Diflucan Lawsuits: Currently, some birth defects cannot be repaired. Incurable birth defects include muscular dystrophy, cystic fibrosis, cerebral palsy, Down syndrome, fetal alcohol syndrome, some forms of spina bifida, and sickle-cell anemia. For individuals with these birth defects, ongoing treatments help control the effects of the disorder. For example, with every meal, individuals with cystic fibrosis must take a pill that allows them to digest food. This medicine replaces natural digestive enzymes. Without this medicine people with cystic fibrosis can become malnourished and die. Therefore, this enzyme must be taken throughout these individuals’ lives.

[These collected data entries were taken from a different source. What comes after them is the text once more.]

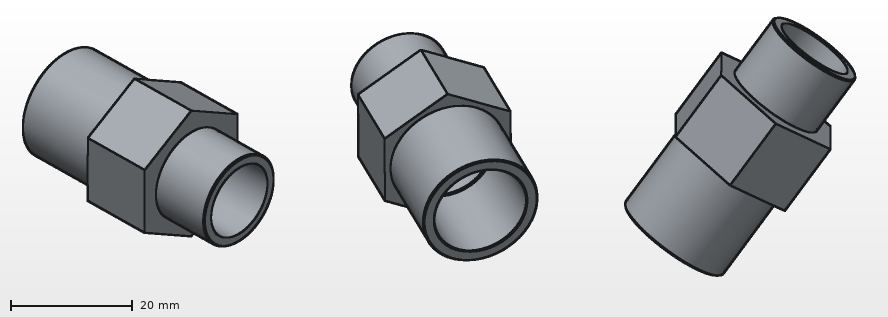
import cadquery as cq
import math

total_length = 40
hex_start = 16
hex_length = 13.0
hex_across_flats = 22
hex_tilt = 0.2
large_diameter = 20
small_diameter = 16.7
edge_chamfer = 0.2

large_bore = 16
step_bore = 15.2
through_bore = 13.3
large_bore_depth = 16
step_bore_depth = 24
mouth_chamfer = 0.15

hex_across_corners = hex_across_flats / math.cos(math.pi / 6)
hex_end = hex_start + hex_length


def cylinder(diameter, start, end):
    """Round bar along X between two positions."""
    return cq.Workplane("YZ", origin=(start, 0, 0)).circle(diameter / 2).extrude(end - start)


large_spigot = cylinder(large_diameter, 0, hex_start).faces("<X").chamfer(edge_chamfer)
small_spigot = cylinder(small_diameter, hex_end, total_length).faces(">X").chamfer(edge_chamfer)
hexagon = (
    cq.Workplane("YZ", origin=(hex_start, 0, 0))
    .transformed(rotate=(0, 0, 90 - hex_tilt))
    .polygon(6, hex_across_corners)
    .extrude(hex_length)
)
body = large_spigot.union(hexagon).union(small_spigot)

bored_body = (
    body.cut(cylinder(through_bore, 0, total_length))
    .cut(cylinder(step_bore, 0, step_bore_depth))
    .cut(cylinder(large_bore, 0, large_bore_depth))
)

mouth_edge = cq.selectors.RadiusNthSelector(0)
result = bored_body.faces("<X").edges(mouth_edge).chamfer(mouth_chamfer)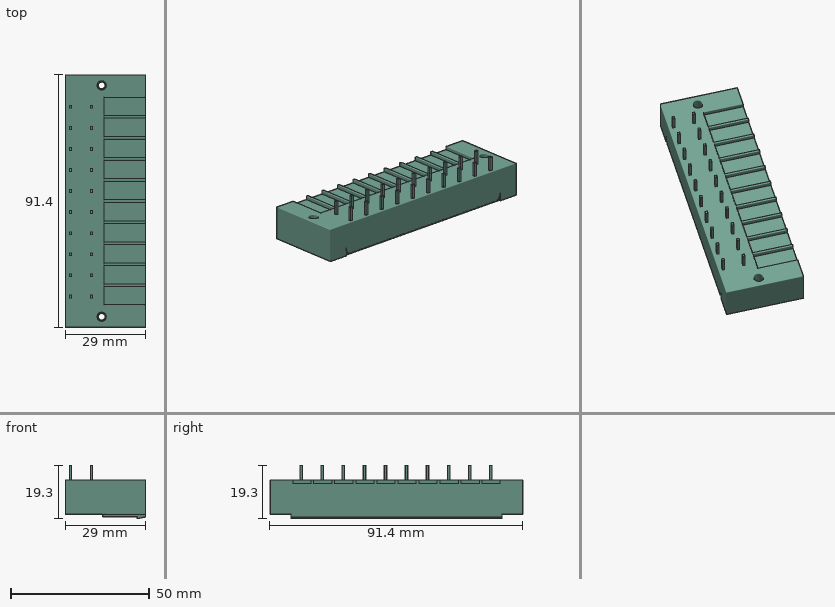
import cadquery as cq

housing_length_x = 29.0
housing_length_y = 91.4
housing_height = 12.5
edge_radius = 0.2

position_count = 10
pitch = 7.63
position_offsets = [(i - (position_count - 1) / 2) * pitch for i in range(position_count)]

pin_size_x = 0.8
pin_size_y = 1.0
pin_height = 5.2
pin_columns_x = [-12.7, -5.0]
pin_shift_y = -0.2

recess_start_x = -0.5
recess_depth = 1.3
rib_thickness = 1.0
recess_width = 75

hole_x = -1.4
hole_y = 41.9
hole_diameter = 2.4
counterbore_diameter = 3.3
counterbore_depth = 5.0

plate_start_x = -1.0
plate_thickness = 0.9
plate_overlap = edge_radius
plate_width = 76.4
plate_edge_radius = 0.3
hook_start_x = 11.4
hook_tip_width = 0.4
hook_depth = 1.6

relief_half_width = 37.9
relief_height = 0.55
relief_depth = 0.7
notch_width = 1.3
notch_height = 2.7

half_x = housing_length_x / 2
recess_length = half_x - recess_start_x
recess_center_x = recess_start_x + recess_length / 2
floor_z = housing_height - recess_depth

tolerance = 0.01


def is_rounded(edge):
    """True for the outer edges and the top edges of the two recess end walls."""
    center = edge.Center()
    in_recess = floor_z - tolerance < center.z < housing_height - tolerance
    on_inner_wall = abs(center.x - recess_start_x) < tolerance and abs(center.y) < tolerance
    return not in_recess and not on_inner_wall


def housing():
    block = cq.Workplane("XY").box(
        housing_length_x, housing_length_y, housing_height, centered=(True, True, False)
    )
    recess = (
        cq.Workplane("XY", origin=(recess_center_x, 0, floor_z))
        .rect(recess_length, recess_width)
        .extrude(recess_depth)
    )
    return block.cut(recess).edges().filter(is_rounded).fillet(edge_radius)


def ribs():
    """Ribs between neighbouring pockets, rounded along the top."""
    places = [
        (recess_center_x, (first + second) / 2)
        for first, second in zip(position_offsets, position_offsets[1:])
    ]
    return (
        cq.Workplane("XY", origin=(0, 0, floor_z))
        .pushPoints(places)
        .rect(recess_length, rib_thickness)
        .extrude(recess_depth)
        .edges("|X and >Z")
        .fillet(edge_radius)
    )


def mounting_hole(y):
    top = cq.Workplane("XY", origin=(hole_x, y, housing_height))
    bore = top.circle(hole_diameter / 2).extrude(-housing_height)
    counterbore = top.circle(counterbore_diameter / 2).extrude(-counterbore_depth)
    return bore.union(counterbore)


def latch_plate():
    profile = [
        (plate_start_x, plate_overlap),
        (plate_start_x, -plate_thickness),
        (hook_start_x, -plate_thickness),
        (hook_start_x, -hook_depth),
        (hook_start_x + hook_tip_width, -hook_depth),
        (half_x, -plate_thickness),
        (half_x, plate_overlap),
    ]
    plate = cq.Workplane("XZ").polyline(profile).close().extrude(plate_width / 2, both=True)
    return plate.faces("<X").edges("<Z").fillet(plate_edge_radius)


def relief():
    inner_y = relief_half_width - notch_width
    profile = [
        (-relief_half_width, 0),
        (-relief_half_width, notch_height),
        (-inner_y, relief_height),
        (inner_y, relief_height),
        (relief_half_width, notch_height),
        (relief_half_width, 0),
    ]
    return (
        cq.Workplane("YZ", origin=(-half_x, 0, 0)).polyline(profile).close().extrude(relief_depth)
    )


def is_relief_rim(edge):
    """True for the level and sloping upper edges of the relief on the -X face."""
    center = edge.Center()
    on_side_face = abs(center.x + half_x) < tolerance
    inside_relief = abs(center.y) < relief_half_width - tolerance and center.z < notch_height
    return on_side_face and inside_relief


def pins():
    places = [(x, y + pin_shift_y) for x in pin_columns_x for y in position_offsets]
    return (
        cq.Workplane("XY", origin=(0, 0, housing_height))
        .pushPoints(places)
        .rect(pin_size_x, pin_size_y)
        .extrude(pin_height)
    )


body = housing().cut(relief())
body = body.edges().filter(is_relief_rim).fillet(edge_radius)
body = body.union(ribs()).union(latch_plate())
for side in (-1, 1):
    body = body.cut(mounting_hole(side * hole_y))

body = body.faces(">Z").edges("%CIRCLE").fillet(edge_radius)

result = body.union(pins())

Individuals with sickle-cell anemia also take long-term medication. This disease weakens the body, making it especially vulnerable to infection. This is particularly a problem for young children whose immune systems are not as developed as those of adults. A common cold can quickly turn into a life-threatening case of pneumonia in a young sickle-cell patient. To help prevent what can become a life-threatening infection, children under the age of six with sickle-cell anemia are administered a daily dose of an antibiotic. Many people with the disease also take frequent doses of pain medication. These include over-the-counter medications such as aspirin, or stronger prescription medications such as codeine and morphine.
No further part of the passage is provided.